Journal of clinical research in pediatric endocrinology | 2019
Carney Complex: Unusual Presentation
Abstract
Carney complex (CNC) is multiple neoplasia syndrome characterized by pigmented lesions of the skin and mucosa, cardiac, cutaneous and other myxomas, and multiple endocrine and non– endocrine tumors. Most of the cases have an inactivating mutation in PRKAR1A gene. Osteochondromyxoma (OMX) is an extremely rare myxomatous tumor of bone, affecting 1% of CNC patients. Large cell calcifying Sertoli cell tumor (LCCSCT) is a testicular tumor affecting more than 75 % of males with CNC. Here, we report a atypical case of CNC without typical pigmented skin lesions, presenting with a bone based tumor as the first manifestation.

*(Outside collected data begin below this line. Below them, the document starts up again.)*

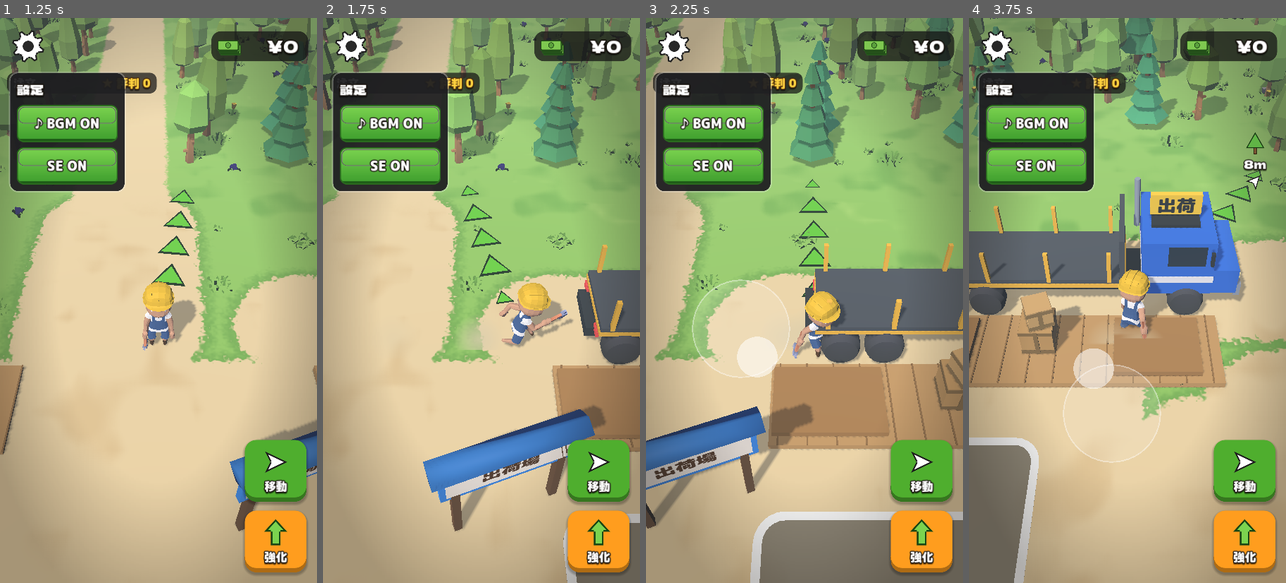
Above: before the commit, frames 1-4 (left to right).
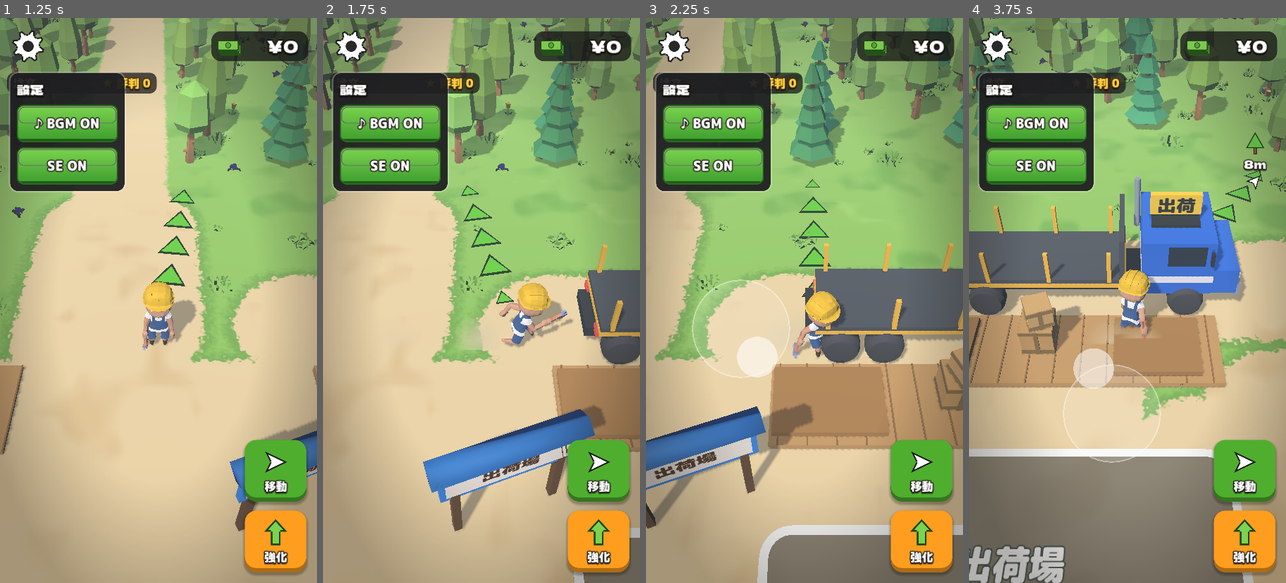
Above: after the commit, the same moments.

Repository: seoooma/tree-miner
Game: Godot game, scene res://scenes/main.tscn
The game is run twice, just before and just after one commit, with the same random seed, the same clock (stepped at 60 frames per second) and the same inputs.
Inputs (mouse positions are in pixels of both pictures, inside the frame that each line leads up to):
- Up to frame 1 (1.25 s): click (28, 46) at 0.52 s
- Up to frame 2 (1.75 s): tap Enter at 1.25 s; move the mouse to (551, 272) at 1.27 s; hold D from 1.28 s (still down); tap E at 1.35 s; click (551, 272) at 1.42 s
- Up to frame 3 (2.25 s): release D at 2 s; drag from (741, 328) to (788, 413) at 2.02 s
- Up to frame 4 (3.75 s): move the mouse to (1159, 176) at 2.77 s; hold D 2.78-3.5 s; tap E at 2.85 s; drag from (1111, 413) to (1032, 215) at 3.52 s

Frame 1 is identical in both runs. In frame 2, 0.3% of the frame differs, in the area x 75-100%, y 87-100%; in frame 3, 2.3%; in frame 4, 16%, in the area x 0-90%, y 74-100%.

Commit message:
スマホで画面が空の色だけになってちらつくのを直し、出荷場の板と丸太の枠を1つにまとめる (#38)
Claude-Session: https://claude.ai/code/session_01PjCfv82Vd7ypJkRFyzwNN7

Co-authored-by: Claude <noreply@anthropic.com>

Diff:
--- a/data/balance.json
+++ b/data/balance.json
@@ -69,7 +69,7 @@
 	},
 
 	"dock": {
-		"_comment": "出荷場に置いた板と、隣の『丸太を売る』枠に置いた丸太は、強化『出荷のペース』の個/秒で販売のトラックに積まれる。置ける数に上限はない。丸太は丸太の売値（板の半値）で売れる",
+		"_comment": "出荷場の枠に置いた板と丸太は、強化『出荷のペース』の個/秒で販売のトラックに積まれる。置ける数に上限はない。丸太は丸太の売値（板の半値）で売れる",
 		"_truck_note": "トラック1台に積める数は強化『販売のトラック』（乗り物タブ）。同じ強化で走る速さも truck_speed + truck_speed_per_level x Lv になる。満載か、積む物が depart_idle_sec 秒無くなると代金が入って走り去り、空のトラックが戻る",
 		"depart_idle_sec": 2.5,
 		"truck_speed": 9.0,
--- a/project.godot
+++ b/project.godot
@@ -45,6 +45,7 @@
 
 renderer/rendering_method="gl_compatibility"
 renderer/rendering_method.mobile="gl_compatibility"
+driver/depth_prepass/enable=false
 anti_aliasing/quality/msaa_3d=1
 lights_and_shadows/directional_shadow/size=2048
 lights_and_shadows/directional_shadow/size.mobile=2048
--- a/scripts/main.gd
+++ b/scripts/main.gd
@@ -367,12 +367,9 @@
 	if sawmill.is_line_unlocked() and GameState.level("plank_belt") == 0:
 		list.append({"id": "planks", "name": "板置き場", "icon": "icon_home",
 			"target": func() -> Vector3: return sawmill.output_position(), "arrive": pad})
-	# 板を持っていれば板の出荷枠、それ以外は丸太を売る枠
+	# 板も丸太も同じ出荷の枠に置く
 	list.append({"id": "dock", "name": "出荷場", "icon": "icon_money",
-		"target": func() -> Vector3:
-			if player.stack.count("plank") > 0 and sawmill.is_line_unlocked():
-				return dock.global_position
-			return dock.global_position + ShipDock.LOG_PAD_OFFSET, "arrive": pad})
+		"target": func() -> Vector3: return dock.pad_position(), "arrive": pad})
 	var river: LogLine = lines.get("river")
 	if river and _nearest_river_point(player.global_position) != Vector3.INF:
 		list.append({"id": "river_point", "name": "川の積み場", "icon": "icon_arrow",
--- a/scripts/world/guide_arrows.gd
+++ b/scripts/world/guide_arrows.gd
@@ -77,7 +77,7 @@
 	var stack := player.stack
 	_tree_goal = null
 	if stack.count("plank") > 0 and dock and GameState.level("sawmill") > 0:
-		goal = dock.global_position
+		goal = (dock as ShipDock).pad_position()
 		goal_kind = "home"
 	elif stack.is_full() and sawmill:
 		goal = LoadingPoint.nearest_dropoff(self, player.global_position, sawmill)
--- a/scripts/world/ship_dock.gd
+++ b/scripts/world/ship_dock.gd
@@ -1,19 +1,18 @@
 class_name ShipDock
 extends Station
-## 出荷場。製材ライン開放後、板をここに運ぶと荷台に積まれ、販売のトラックに積み込まれていく。
-## - 隣の「丸太を売る」枠に置いた丸太も同じトラックで売れる（板より安い。製材所が追いつかないときの逃がし先）
+## 出荷場。製材ライン開放後、板や丸太をここに運ぶと荷台に積まれ、販売のトラックに積み込まれていく。
+## - 板も丸太も同じ1つの枠に置ける。板は荷台の左の山、丸太は右の山に積まれる（丸太は板より安い。製材所が追いつかないときの逃がし先）
 ## - 積み込む速さは強化『出荷のペース』（個/秒）。荷台に置ける数に上限はない
 ## - トラックの積める数と走る速さは、乗り物タブの強化『販売のトラック』
 ## - トラックが満載になるか、積む物がしばらく無くなると、積み荷の代金が入ってトラックが拠点の外へ走り去る。
 ##   すぐに空のトラックが戻ってくる。戻ってきたトラックにも最初から1個ずつ積む
 ## - 強化『板のコンベア』を開放すると、製材所の出口の板がコンベアで荷台へ自動で運ばれる
 
-const PAD_RADIUS := 1.8
+## 板も丸太も置ける1つの枠（荷台の前に横長に敷く）。中心は出荷場の原点からのずれ、大きさは幅×奥行き
+const PAD_OFFSET := Vector3(1.6, 0, 0.1)
+const PAD_SIZE := Vector2(6.6, 3.4)
 const SELL_ID := "dock"
 const BELT_ID := "plank_belt"
-## 丸太を売る枠（出荷場の右隣）
-const LOG_PAD_OFFSET := Vector3(3.7, 0, 0.2)
-const LOG_PAD_RADIUS := 1.35
 ## 荷台（板敷きの床と板・丸太の山）の奥行き。製材所の作業列と同じにして、板のコンベアをまっすぐ平行に通す
 const DECK_Z := Sawmill.ROW_Z
 const LOG_PILE_OFFSET := Vector3(3.75, 0.26, DECK_Z)
@@ -34,7 +33,6 @@
 var truck: SaleTruck
 
 var _zone: Zone
-var _log_zone: Zone
 ## 荷台の板の山。数は stock と同じで、トラックに積んだ分だけ消える
 var _stock_pile: ItemPile
 var _log_pile: ItemPile
@@ -45,11 +43,9 @@
 
 
 func _ready() -> void:
-	_zone = Zone.new(Vector2.ONE * PAD_RADIUS * 2.0, Color(0.5, 0.85, 0.55, 0.16))
+	_zone = Zone.new(PAD_SIZE, Color(0.5, 0.85, 0.55, 0.16))
+	_zone.position = PAD_OFFSET
 	add_child(_zone)
-	_log_zone = Zone.new(Vector2.ONE * LOG_PAD_RADIUS * 2.0, Color(0.92, 0.55, 0.3, 0.16))
-	_log_zone.position = LOG_PAD_OFFSET
-	add_child(_log_zone)
 	# 木の桟橋風の床（左に板、右に丸太を積む）と、出荷待ちの荷物
 	add_child(Fx.box(Vector3(6.6, 0.14, 1.6), Color("#c99a5e"), Vector3(1.65, 0.07, DECK_Z), "wood"))
 	for i in 14:
@@ -145,7 +141,6 @@
 func _refresh() -> void:
 	var unlocked := GameState.level("sawmill") > 0
 	_zone.set_fill(Color(0.5, 0.85, 0.55, 0.16) if unlocked else Color(0.3, 0.3, 0.3, 0.2))
-	_log_zone.visible = unlocked
 	if belt:
 		belt.set_active(unlocked and GameState.level(BELT_ID) > 0)
 	_update_label()
@@ -155,33 +150,51 @@
 	if GameState.level("sawmill") <= 0:
 		_zone.set_text("出荷場", "（製材ラインで開放）")
 		return
-	var title := "板を置く"
-	if not stock.is_empty():
+	var title := "板・丸太を置く"
+	if not stock.is_empty() or not log_stock.is_empty():
 		title = "出荷中"
 	var for_workshop := _count_for_workshop(stock, "plank") + _count_for_workshop(log_stock, "log")
-	_zone.set_text(title, "板: %d" % stock.size() + ("（工房へ %d）" % for_workshop if for_workshop > 0 else ""))
-	_log_zone.set_text("丸太を売る", "板の半値")
+	_zone.set_text(title, "板: %d　丸太: %d" % [stock.size(), log_stock.size()] + ("（工房へ %d）" % for_workshop if for_workshop > 0 else ""))
 
 
 func _process(delta: float) -> void:
 	if GameState.level("sawmill") <= 0:
 		return
-	# 運んできた板を荷台に置く
-	for carrier in carriers_near(global_position, PAD_RADIUS, "plank_carriers"):
+	# 運んできた板と丸太を、同じ枠から荷台に置く（板は左の山、丸太は右の山。1回に1個ずつ交互に）
+	for carrier in carriers_on_pad():
 		var stack: CarryStack = carrier.stack
-		if stack.count("plank") > 0 and tick(carrier, "sell", delta):
+		var from := (carrier as Node3D).global_position + Vector3(0, 1.0, 0)
+		var has_plank := stack.count("plank") > 0 and carrier.is_in_group("plank_carriers")
+		var has_log := stack.count("log") > 0
+		if not (has_plank or has_log) or not tick(carrier, "sell", delta):
+			continue
+		if has_plank and (not has_log or stack.count("plank") >= stack.count("log")):
 			var item := stack.take("plank")
-			Fx.fly_item(self, Sawmill._plank_mesh(item["tree"]), (carrier as Node3D).global_position + Vector3(0, 1.0, 0), _pile_top(), 0.25)
+			Fx.fly_item(self, Sawmill._plank_mesh(item["tree"]), from, _pile_top(), 0.25)
 			_add_stock(item["tree"])
-	# 運んできた丸太を、丸太を売る枠の横に置く
-	for carrier in carriers_near(global_position + LOG_PAD_OFFSET, LOG_PAD_RADIUS):
-		var stack: CarryStack = carrier.stack
-		if stack.count("log") > 0 and tick(carrier, "sell_log", delta):
+		else:
 			var item := stack.take("log")
-			Fx.fly_item(self, LogDrop.make_log_mesh(item["tree"]), (carrier as Node3D).global_position + Vector3(0, 1.0, 0), _log_pile_top(), 0.25)
+			Fx.fly_item(self, LogDrop.make_log_mesh(item["tree"]), from, _log_pile_top(), 0.25)
 			add_log(item["tree"])
 	_process_truck(delta)
 	_update_label()
+
+
+## 出荷の枠（横長の角丸の四角）に乗っている運搬者
+func carriers_on_pad() -> Array[Node]:
+	var result: Array[Node] = []
+	var center := pad_position()
+	for node in get_tree().get_nodes_in_group("carriers"):
+		var reach := float(node.get_meta("pad_reach", 0.0))
+		var d := (node as Node3D).global_position - center
+		if absf(d.x) <= PAD_SIZE.x * 0.5 + reach and absf(d.z) <= PAD_SIZE.y * 0.5 + reach:
+			result.append(node)
+	return result
+
+
+## 出荷の枠の中心（自動移動や案内の矢印の行き先）
+func pad_position() -> Vector3:
+	return global_position + PAD_OFFSET
 
 
 ## 荷台の板・丸太を、出荷のペースでトラックに積む。満載か、積む物がしばらく無ければ出発
--- a/tests/smoke_test.gd
+++ b/tests/smoke_test.gd
@@ -416,13 +416,13 @@
 	_check(main.dock.truck.is_parked() and main.dock.truck.cargo.is_empty(), "トラックは走り去ったあと空で戻ってくる (%.1f秒)" % (frames / 60.0))
 	_check(not main.dock.truck.is_in_group("vehicles") and not main.dock.truck.is_in_group("machines"), "販売のトラックには乗れない（機械とは別）")
 	_check(GameData.log_price("oak") < GameData.plank_price("oak"), "丸太の売値は板より安い")
-	_check(main.dock._log_zone.visible, "製材ライン開放後は「丸太を売る」枠がある")
 	var m_logs := GameState.money
+	# 板と丸太は同じ出荷の枠に置ける（枠の左端でも丸太を置ける）
 	for i in 3:
 		player.stack.add({"kind": "log", "tree": "oak"})
-	player.global_position = main.DOCK_POS + ShipDock.LOG_PAD_OFFSET
+	player.global_position = main.dock.pad_position() - Vector3(ShipDock.PAD_SIZE.x * 0.5 - 0.3, 0, 0)
 	await _wait(0.6)
-	_check(player.stack.count("log") == 0, "「丸太を売る」枠に丸太を置ける")
+	_check(player.stack.count("log") == 0, "出荷の枠に丸太を置ける（板と同じ枠）")
 	_check(GameState.money == m_logs, "丸太はその場では売れず、トラックを待つ")
 	player.global_position = main.PLAYER_SPAWN
 	await _wait(3.0 / GameState.value("dock") + float(GameData.dock.get("depart_idle_sec", 2.5)) + 0.5)
--- /dev/null
+++ b/tools/cloud/probe.gd
@@ -0,0 +1,45 @@
+extends Node
+## 重さの確認用（tools/cloud/probe.sh）。後半の状態を作り、10秒ごとに描画の統計・ノード数・施設ごとのメッシュ数を出す。
+var main: Node3D
+func _ready() -> void:
+	GameState.save_enabled = false
+	GameState.reset_game()
+	seed(4)
+	GameState.add_money(5000000)
+	GameState.reputation = 200
+	for i in 5:
+		GameState.unlock_area(i)
+	for i in 5:
+		GameState.unlock_river_point(i)
+	for id in ["sawmill", "river", "conveyor", "lumberjack", "lumberjack", "lumberjack", "lumberjack", "dock", "plank_belt", "workshop", "harvester", "hauler"]:
+		GameState.buy_upgrade(id)
+	main = load("res://scenes/main.tscn").instantiate()
+	add_child(main)
+	var t0 := Time.get_ticks_msec()
+	for k in 3:
+		await get_tree().create_timer(10.0).timeout
+		_report(k)
+	get_tree().quit()
+func _count(n: Node, d: Dictionary) -> void:
+	d["all"] = d.get("all", 0) + 1
+	if n is MeshInstance3D: d["mesh"] = d.get("mesh", 0) + 1
+	if n is CPUParticles3D: d["particles"] = d.get("particles", 0) + 1
+	if n is SubViewport: d["subvp"] = d.get("subvp", 0) + 1
+	if n is Light3D: d["light"] = d.get("light", 0) + 1
+	for c in n.get_children(): _count(c, d)
+func _report(k: int) -> void:
+	var by := {}
+	for c in main.get_children():
+		var d2 := {}
+		_count(c, d2)
+		var key: String = c.get_script().get_global_name() if c.get_script() else c.get_class()
+		by[key] = by.get(key, 0) + d2.get("mesh", 0)
+	print(by)
+	var d := {}
+	_count(get_tree().root, d)
+	print("t=%ds fps=%d draws=%d objs=%d prims=%d vmem=%.1fMB tex=%.1fMB nodes=%s" % [(k+1)*10, Engine.get_frames_per_second(),
+		RenderingServer.get_rendering_info(RenderingServer.RENDERING_INFO_TOTAL_DRAW_CALLS_IN_FRAME),
+		RenderingServer.get_rendering_info(RenderingServer.RENDERING_INFO_TOTAL_OBJECTS_IN_FRAME),
+		RenderingServer.get_rendering_info(RenderingServer.RENDERING_INFO_TOTAL_PRIMITIVES_IN_FRAME),
+		RenderingServer.get_rendering_info(RenderingServer.RENDERING_INFO_VIDEO_MEM_USED)/1048576.0,
+		RenderingServer.get_rendering_info(RenderingServer.RENDERING_INFO_TEXTURE_MEM_USED)/1048576.0, d])
--- /dev/null
+++ b/tools/cloud/probe.tscn
@@ -0,0 +1,6 @@
+[gd_scene load_steps=2 format=3]
+
+[ext_resource type="Script" path="res://tools/cloud/probe.gd" id="1"]
+
+[node name="Probe" type="Node"]
+script = ExtResource("1")
Not shown, changed: CLAUDE.md
Not shown, added: tools/cloud/probe.sh

At first, the patient had recurrent, local invasive intranasal tumor without definite diagnosis. Further clinical developments during follow up, central precocious puberty and testicular tumor with calcification, led the diagnosis of LCCSCT, a CNC related tumor. Histopathologic examination of intranasal tumor was reevaluated with this knowledge and OMX was diagnosed. Coexistence of OMX and LCCSCT suggested CNC. Genetic analysis revealed heterozygous non-sense p.Trp 224* (c.672G>A ) in PRKAR1A gene. In our case, the diagnosis of OMX was delayed, because it is extremely rare and little is known about this tumor. In this report, we wanted to emphasize osteochondromyxoma, as a component of CNC.